Wainwright has written for The Guardian, The Nation, New Statesman, openDemocracy, Jacobin, Carta, Il Manifesto and El Viejo Topo, as well as appearing as a commentator on the BBC. Wainwright is a founding member and co-editor of the Red Pepper political magazine.

==Personal life and honours==
In 1971, Wainwright married the British philosopher Roy Bhaskar. The couple remained close lifelong friends after their separation and never divorced. She received an Honorary DLitt from the University of Huddersfield on 28 November 2007, along with Martin Wainwright, for "services to journalism".

== Select bibliography ==
- Reclaim the State: Experiments in Popular Democracy (Seagull books, 2009), ISBN 978-1-905422-60-9
- Public service reform - But not as we know it! (Compass/UNISON, 2009), ISBN 978-0-9560370-5-3
- Reclaim the State: Experiments in Popular Democracy (Verso Books, 2003), ISBN 978-1-85984-689-6
- Arguments for a New Left: Answering the Free-market Right (Blackwell, 1994), ISBN 978-0-631-19191-9
- Labour: A Tale of Two Parties (Hogarth Press/Chatto Windus, London, 1987).

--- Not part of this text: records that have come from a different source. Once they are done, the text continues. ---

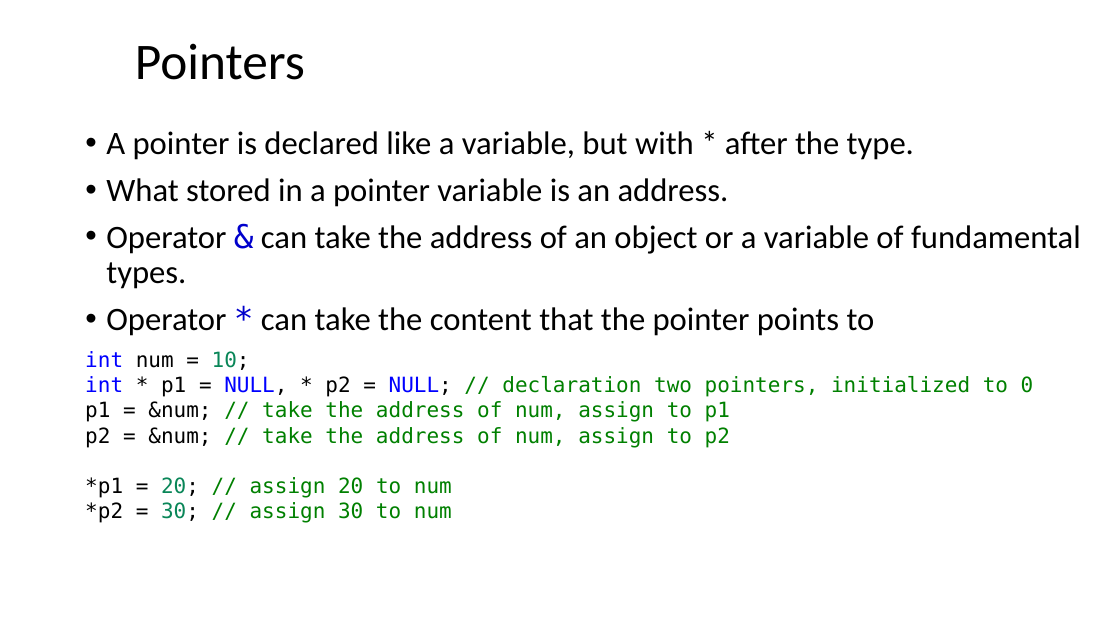
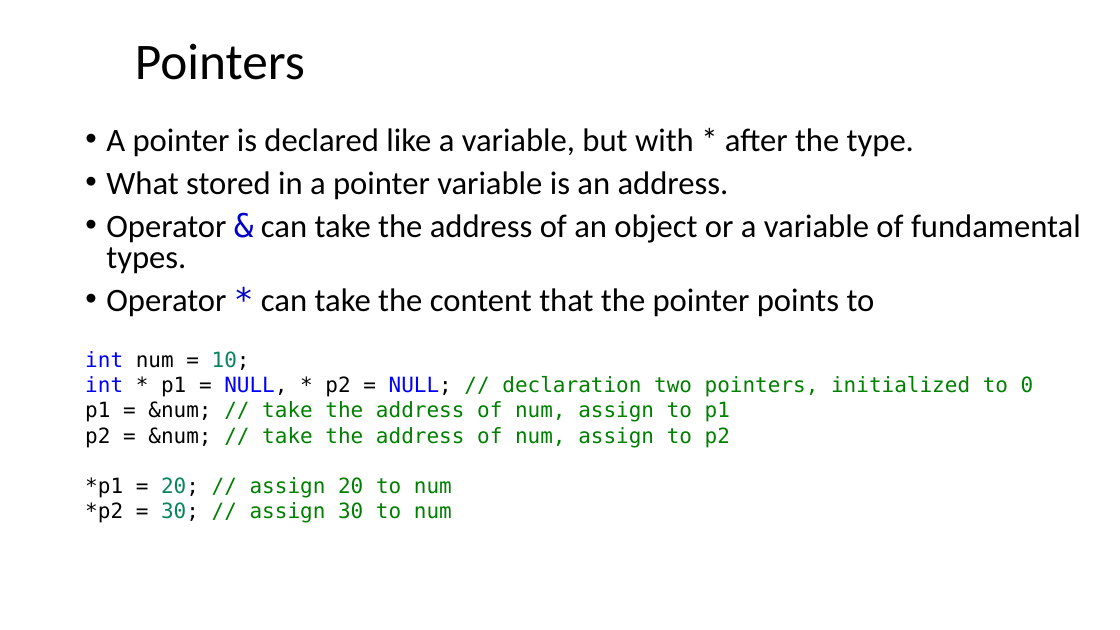
Before and after one commit to ShiqiYu/CPP, a slide deck: slide 3 of week05/Lecture05.pptx. Drawn at 1120x630 pixels with LibreOffice and Linux fonts; fonts in the diff are those of the drawing; background and template pictures are left out. Boxes give left, top, right and bottom in pixels: in the first picture for what was removed or moved away, otherwise in the second. Text is boxed around its words. In the diff, an @@ line names an element or a change of style, - is before the commit and + after.

```diff
--- a/week05/Lecture05.pptx
+++ b/week05/Lecture05.pptx
@@ text "A pointer is declared like ..." at box(106, 128, 1081, 317): line spacing 0.9 to 0.8 @@
```
Also in this commit, not shown: 4 slides added.

- A Taste of Power: The Politics of Local Economics (Verso Books, London, October 1987) (co-edited with Maureen MacIntosh).
- The Lucas Plan: A New Trade Unionism in the Making? (first published by Allison and Busby, 1981) (co-authored with Dave Elliott), ISBN 0805280987.
- Beyond the Fragments: Feminism and the Making of Socialism (Merlin Press, 1980) (co-authored with Sheila Rowbotham and Lynne Segal).
- The Workers Report of Vickers (Pluto Press, 1978) (co-authored with Huw Benyon).